The Pennsylvanian Subperiod of the Carboniferous was a time of intense polar glaciations, particularly in the southern hemisphere, known as Gondwana. These glaciations resulted in a series of glacial-interglacial cycles much like those the Earth has experienced over the past million years or so. The Francis Creek shale appears to have been deposited as the Earth transitioned from one of these glacial intervals to an interglacial. This transition was accompanied by rising sea-level, which flooded the surface of the vast coastal peat-forming swamp that became the Colchester coal.
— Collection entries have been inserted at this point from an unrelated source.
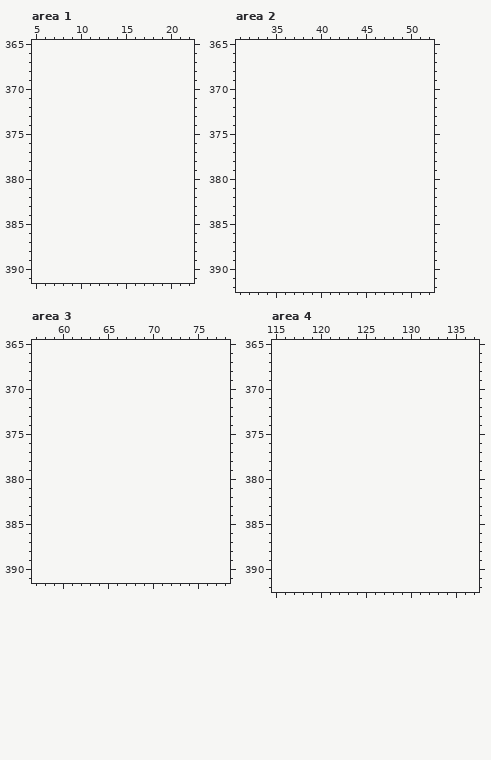
One commit to this pixel-art file: assets/tilesets/rfb-pixel-28/rfb-pixel-28.aseprite. Above is the file before it was changed.
224x336 pixels, 1 frame. Colours within 5 levels of each other are drawn and written as one. Shown: area 1: x 5..22, y 365..391; area 2: x 31..52, y 365..392; area 3: x 57..78, y 365..391; area 4: x 115..137, y 365..392. The old version is drawn lined up with the new one, on the new canvas. The commit also changed other parts of the picture, which this record leaves out.
New version:
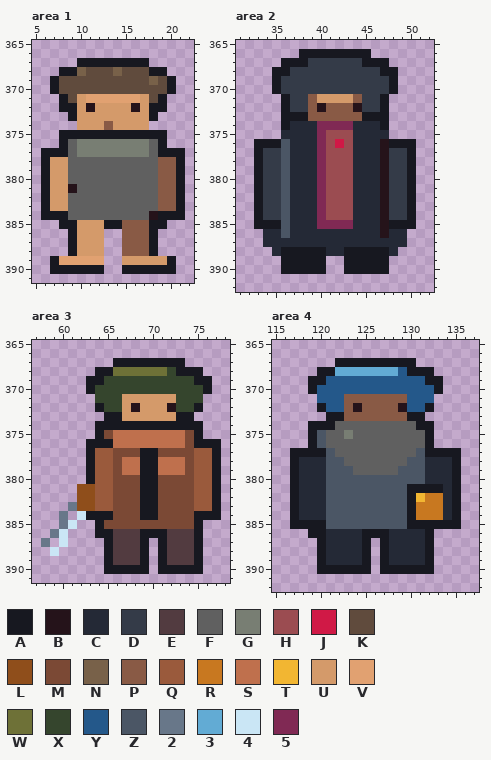
Palette (. is transparent): A #171820  B #25131a  C #242936  D #343b48  E #523b40  F #606060  G #787e73  H #9b4c51  J #d01946  K #604b3d  L #8f4e1b  M #7b4935  N #786149  P #895a45  Q #9a5a3c  R #c87820  S #bf704d  T #f2b632  U #d49a6a  V #e1a171  W #6e7137  X #35452d  Y #24588a  Z #4b5665  2 #687789  3 #62abd4  4 #cae6f5  5 #802954
Edits made:
canvas 224x336 -> 224x448
Area 1:
y 367: x 10..17 ........ -> AAAAAAAA
y 368: x 8..19 ............ -> AANKKKNKKKAA
y 369: x 7..20 .............. -> AKKKKKKKKKKNKA
y 370: x 7..20 .............. -> AKKKKKKKKKKKKA
y 371: x 8..19 ............ -> AKUVVVVVVUKA
y 372: x 8..19 ............ -> AAUBUUUUBUAA
y 373: x 9..18 .......... -> AUUUUUUUUA
y 374: x 10..17 ........ -> UUUPUUUU
y 375: x 8..19 ............ -> AAAAAAAAAAAA
y 376: x 8..19 ............ -> AFGGGGGGGGFA
y 377: x 6..21 ................ -> AAAFGGGGGGGGFAAA
y 378..380: x 6..21 ................ -> AUUFFFFFFFFFFPPA
y 381: x 6..21 ................ -> AUUBFFFFFFFFFPPA
y 382..383: x 6..21 ................ -> AUUFFFFFFFFFFPPA
y 384: x 6..21 ................ -> AAAFFFFFFFFFBAAA
y 385: x 8..19 ............ -> AAUUUAAPPPAA
y 386..388: x 9..12 .... -> AUUU; x 15..18 .... -> PPPA
y 389: x 7..12 ...... -> AVVVVV; x 15..20 ...... -> UUUUUA
y 390: x 7..12 ...... -> AAAAAA; x 15..20 ...... -> AAAAAA
Area 2:
y 366: x 38..45 ........ -> AAAAAAAA
y 367: x 36..47 ............ -> AAADDDDDDAAA
y 368: x 35..48 .............. -> AADDDDDDDDDDAA
y 369..370: x 35..48 .............. -> ADDDDDDDDDDDDA
y 371: x 36..47 ............ -> ADDPUUUUPDDA
y 372: x 36..47 ............ -> ADDPBPPPBDDA
y 373: x 36..47 ............ -> AAAPPPPPPAAA
y 374: x 36..47 ............ -> ACCC5555CCCA
y 375: x 36..47 ............ -> CCCC5HHHCCCC
y 376: x 33..50 .................. -> AAAZCCC5HJHCCCBAAA
y 377..384: x 33..50 .................. -> ADDZCCC5HHHCCCBDDA
y 385: x 33..50 .................. -> AAAZCCC5555CCCBAAA
y 386: x 34..49 ................ -> CCZCCCCCCCCCCBCC
y 387: x 34..49 ................ -> CCCCCCCCCCCCCCCC
y 388: x 35..48 .............. -> CAAAAACCAAAAAC
y 389..390: x 36..40 ..... -> AAAAA; x 43..47 ..... -> AAAAA
Area 3:
y 367: x 66..73 ........ -> AAAAAAAA
y 368: x 64..75 ............ -> AAWWWWWWXAAA
y 369: x 63..76 .............. -> AAXXXXXXXXXXAA
y 370: x 63..76 .............. -> AXXXXXXXXXXXXA
y 371: x 64..75 ............ -> XXXUUUUUUXXX
y 372: x 64..75 ............ -> AXXUBUUUBXXA
y 373: x 65..74 .......... -> AAUUUUUUAA
y 374: x 64..75 ............ -> AAAAAAAAAAAA
y 375: x 64..75 ............ -> AMSSSSSSSSMA
y 376: x 63..77 ............... -> AAASSSSSSSSMAAA
y 377: x 63..77 ............... -> AQQMMMAAMMMMQQA
y 378..379: x 63..77 ............... -> AQQMSSAASSSMQQA
y 380: x 63..77 ............... -> AQQMMMAAMMMMQQA
y 381..382: x 62..77 ................ -> LLQQMMMAAMMMMQQA
y 383: x 61..77 ................. -> 2LLQQMMMAAMMMMQQA
y 384: x 60 . -> 2; x 62..77 ................ -> 4AAAMMMAAMMMMAAA
y 385: x 60..61 .. -> 24; x 64..75 ............ -> AMMMMMMMMMMA
y 386: x 59..60 .. -> 24; x 64..75 ............ -> AAEEEAAAEEEA
y 387: x 58 . -> 2; x 60 . -> 4; x 65..69 ..... -> AEEEA; x 71..75 ..... -> AEEEA
y 388: x 59 . -> 4; x 65..69 ..... -> AEEEA; x 71..75 ..... -> AEEEA
y 389: x 65..69 ..... -> AEEEA; x 71..75 ..... -> AEEEA
y 390: x 65..69 ..... -> AAAAA; x 71..75 ..... -> AAAAA
Area 4:
y 367: x 122..130 ......... -> AAAAAAAAA
y 368: x 120..132 ............. -> AA3333333YAAA
y 369: x 119..133 ............... -> AAYYYYYYYYYYYAA
y 370: x 119..133 ............... -> AYYYYYYYYYYYYYA
y 371: x 120..132 ............. -> YYYPPPPPPPYYY
y 372: x 120..132 ............. -> AYYPBPPPPBYYA
y 373: x 121..131 ........... -> AAPPPPPPPAA
y 374: x 119..132 .............. -> AAAFFFFFFFFFAA
y 375: x 119..132 .............. -> AZFFGFFFFFFFFA
y 376: x 119..132 .............. -> AZFFFFFFFFFFFA
y 377: x 117..135 ................... -> AAAAZFFFFFFFFFZAAAA
y 378: x 117..135 ................... -> ACCCZZFFFFFFFZZCCCA
y 379: x 117..135 ................... -> ACCCZZZFFFFFZZZCCCA
y 380: x 117..135 ................... -> ACCCZZZZZZZZZZZCCCA
y 381: x 117..135 ................... -> ACCCZZZZZZZZZAAAACA
y 382: x 117..135 ................... -> ACCCZZZZZZZZZATRRCA
y 383..384: x 117..135 ................... -> ACCCZZZZZZZZZARRRCA
y 385: x 117..135 ................... -> AAAAZZZZZZZZZAAAAAA
y 386: x 119..132 .............. -> AACCCCAAACCCCA
y 387..389: x 120..125 ...... -> ACCCCA; x 127..132 ...... -> ACCCCA
y 390: x 120..125 ...... -> AAAAAA; x 127..132 ...... -> AAAAAA

During this time, climate also was in transition from very wet when the peat/coal bed formed, during glacial times, to increasingly seasonally dry during the interglacial. The plants that were deposited in the Francis Creek shale were part of the waning wet climate that accompanied drowning and flooding of the tropical lowlands.
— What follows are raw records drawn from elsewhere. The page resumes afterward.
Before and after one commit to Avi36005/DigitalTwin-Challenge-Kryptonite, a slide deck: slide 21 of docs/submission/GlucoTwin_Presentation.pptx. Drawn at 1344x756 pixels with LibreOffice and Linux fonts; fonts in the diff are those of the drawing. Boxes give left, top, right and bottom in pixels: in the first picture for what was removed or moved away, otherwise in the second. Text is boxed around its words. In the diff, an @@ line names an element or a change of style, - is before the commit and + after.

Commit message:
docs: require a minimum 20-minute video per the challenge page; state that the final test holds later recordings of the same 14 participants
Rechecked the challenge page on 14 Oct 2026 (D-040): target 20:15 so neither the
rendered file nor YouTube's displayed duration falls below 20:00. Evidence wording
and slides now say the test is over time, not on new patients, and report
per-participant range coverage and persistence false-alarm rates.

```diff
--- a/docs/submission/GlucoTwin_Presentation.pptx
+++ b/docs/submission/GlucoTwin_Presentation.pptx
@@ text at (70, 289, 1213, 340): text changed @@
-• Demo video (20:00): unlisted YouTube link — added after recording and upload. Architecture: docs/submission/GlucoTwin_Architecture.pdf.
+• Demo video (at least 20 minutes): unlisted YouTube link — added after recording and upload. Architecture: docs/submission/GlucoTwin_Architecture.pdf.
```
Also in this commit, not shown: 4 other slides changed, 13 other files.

Plant and animal fossils have been excavated from the banks of Mazon Creek (River) since the 1840s. About 1855, papers describing the plant and animal fossils found in these concretions began to appear in scientific journals. Preservation of the land animals, insects, and other arthropods equaled or exceeded anything known at that time. This association of fauna and flora (the Mazon Creek biota) became world famous. Concretions and their contents became paleontological prizes, subjects of intensive research. At the turn of the century, shaft mines and then strip mines, permitted the collecting of fossils from Will to LaSalle counties, roughly paralleling the Illinois River for over 50 miles. Concretion collecting developed into a popular hobby and tens of millions of these fossiliferous rocks have been rescued from weathering and/or reburial by collectors.

Large collections of Mazon Creek plants and animals are held by many major museums around the United States and in many foreign countries. The largest U.S. collection is housed in the Field Museum of Natural History in Chicago. The plant fossils from that collection have recently been re-examined and a catalogue of the flora has been published by Jack Wittry[1]. The Smithsonian has a modest sized, but excellent collection of Mazon Creek plants and animals, many acquired by donations made by private collectors. Especially fine and noteworthy are the Langford and McLuckie collections, which account for many of the specimens illustrated here.

Follow these links to explore our Mazon Creek flora fossils:

The Paleontology of the Mazon Creek flora.
An index page of the Groups with descriptions, photographs, and artists' reconstructions of each of our 200 featured specimens.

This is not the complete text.